As a school assignment, we were to give a presentation about the reasons why we wanted to be a therapist. I, of course, decided to write a monologue about my life and how it led to me being in a classroom learning skills to become one. However, as the weeks progressed and my monologue became more personal, I decided that I was not ready to share. Instead I gave a presentation using family photos that showed a glimpse into my personal life. I concluded by saying that I wanted to be a therapist for my family. Funny, how I almost convinced myself that this was the truth.
Here’s my true monologue:
Through the process of looking at my childhood, adolescence, and adult life, I discovered just how much of my past I had been running from. I do hope everything makes sense.
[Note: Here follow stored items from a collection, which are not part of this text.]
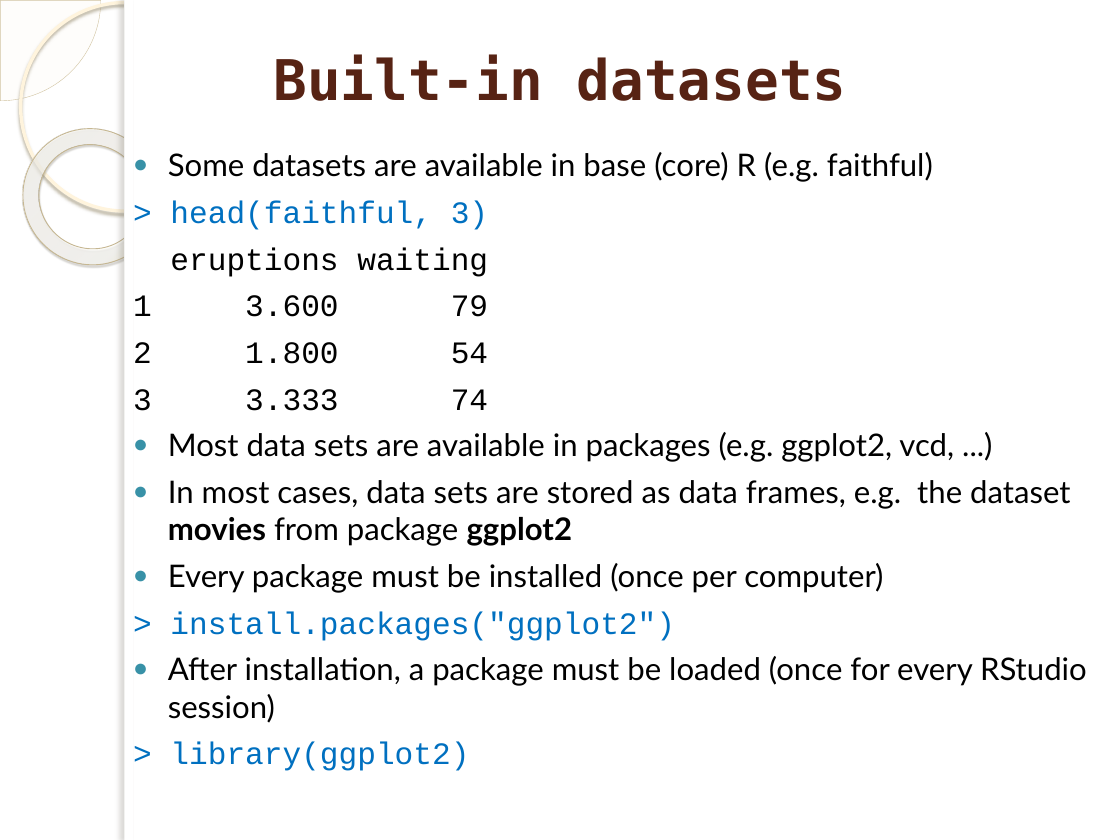
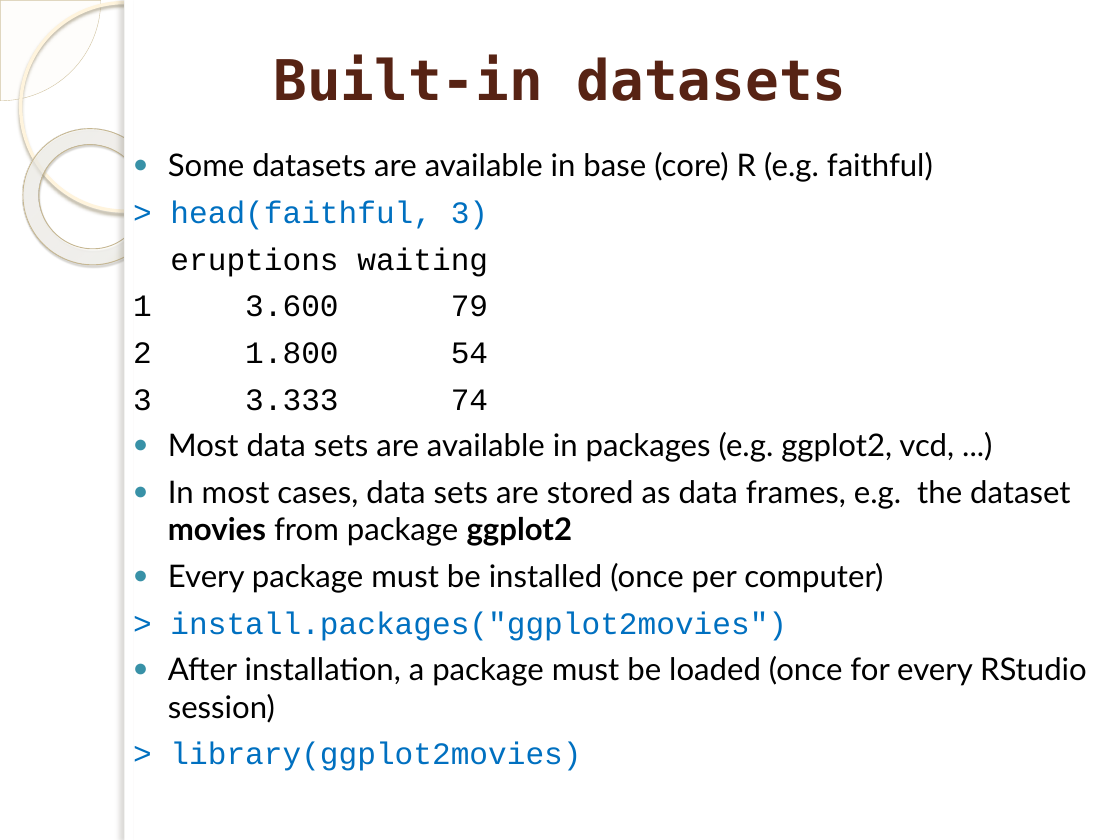
Before and after one commit to marinfotache/Data-Processing-Analysis-Science-with-R, a slide deck: slide 3 of 01 R_Introduction_Data Structures/01d_DataSets.pptx. Drawn at 1120x840 pixels with LibreOffice and Linux fonts; fonts in the diff are those of the drawing; background and template pictures are left out. Boxes give left, top, right and bottom in pixels: in the first picture for what was removed or moved away, otherwise in the second. Text is boxed around its words. In the diff, an @@ line names an element or a change of style, - is before the commit and + after.

```diff
--- a/01 R_Introduction_Data Structures/01d_DataSets.pptx
+++ b/01 R_Introduction_Data Structures/01d_DataSets.pptx
@@ text at (170,611,787,641): text changed @@
-  > install.packages("ggplot2")
+  > install.packages("ggplot2movies")
@@ text at (170,742,581,771): text changed @@
-  > library(ggplot2)
+  > library(ggplot2movies)
```
Also in this commit, not shown: 1 other file.

Thank you.
In order to understand why I want to be therapist, I had to reflect back.
I thought of when I was a kid and how I constantly heard my mom get yelled at by my dad.
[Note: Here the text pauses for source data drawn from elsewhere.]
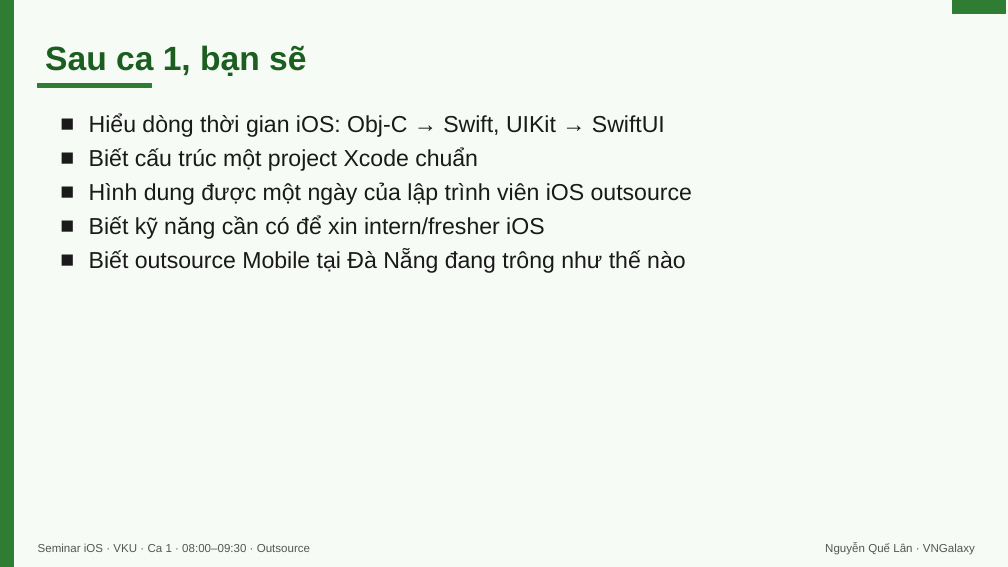
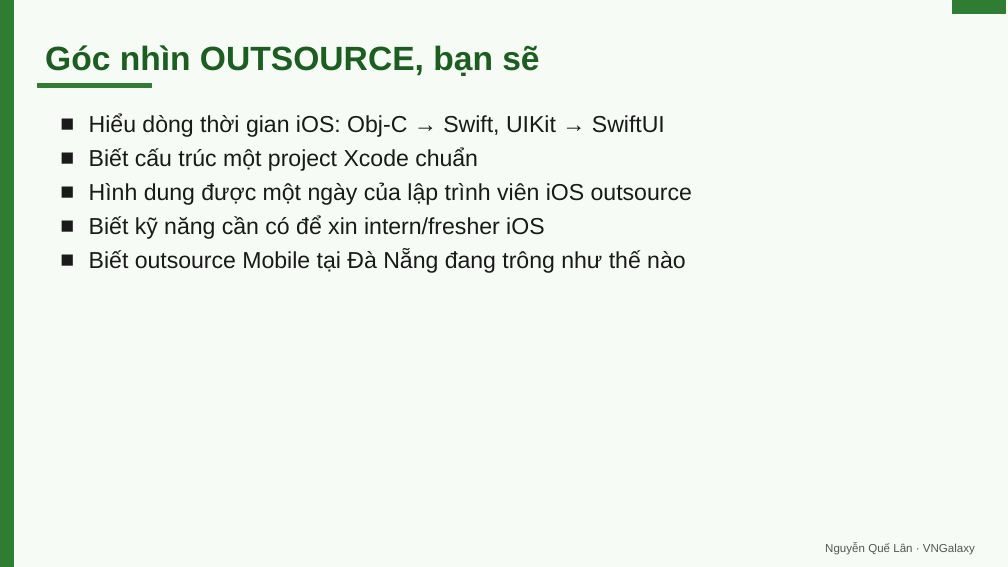
Before and after one commit to lantuyan/vku-semini-01, a slide deck: slide 4 of seminar-ios-vku-ca1.pptx (slide 3 before the commit). Drawn at 1008x567 pixels with LibreOffice and Linux fonts; fonts in the diff are those of the drawing. Boxes give left, top, right and bottom in pixels: in the first picture for what was removed or moved away, otherwise in the second. Text is boxed around its words. In the diff, an @@ line names an element or a change of style, - is before the commit and + after.

```diff
--- a/seminar-ios-vku-ca1.pptx
+++ b/seminar-ios-vku-ca1.pptx
@@ text at box(45, 45, 539, 76): text changed @@
-Sau ca 1, bạn sẽ
+Góc nhìn OUTSOURCE, bạn sẽ
@@ text removed at box(38, 543, 310, 552) @@
-Seminar iOS · VKU · Ca 1 · 08:00–09:30 · Outsource
```
Also in this commit, not shown: 15 other slides changed, 13 slides added, 13 slides removed, 8 other files.

I remember how she just stood there, took it all, and begged him to stop drinking.
I thought about when my dad drank, his anger, and the pain I felt when he hit me and my older brothers.
I remember my older brothers, the drugs they took, them getting locked up, and taken away.
I thought about how alone I felt, the bad thoughts in my head, and how scared I was of someone finding out.
As a child, I wanted to escape my family.
But those thoughts of hanging and drowning myself became unbearable.
Instead, I decided to separate myself from my family. That way their problems were no longer mine.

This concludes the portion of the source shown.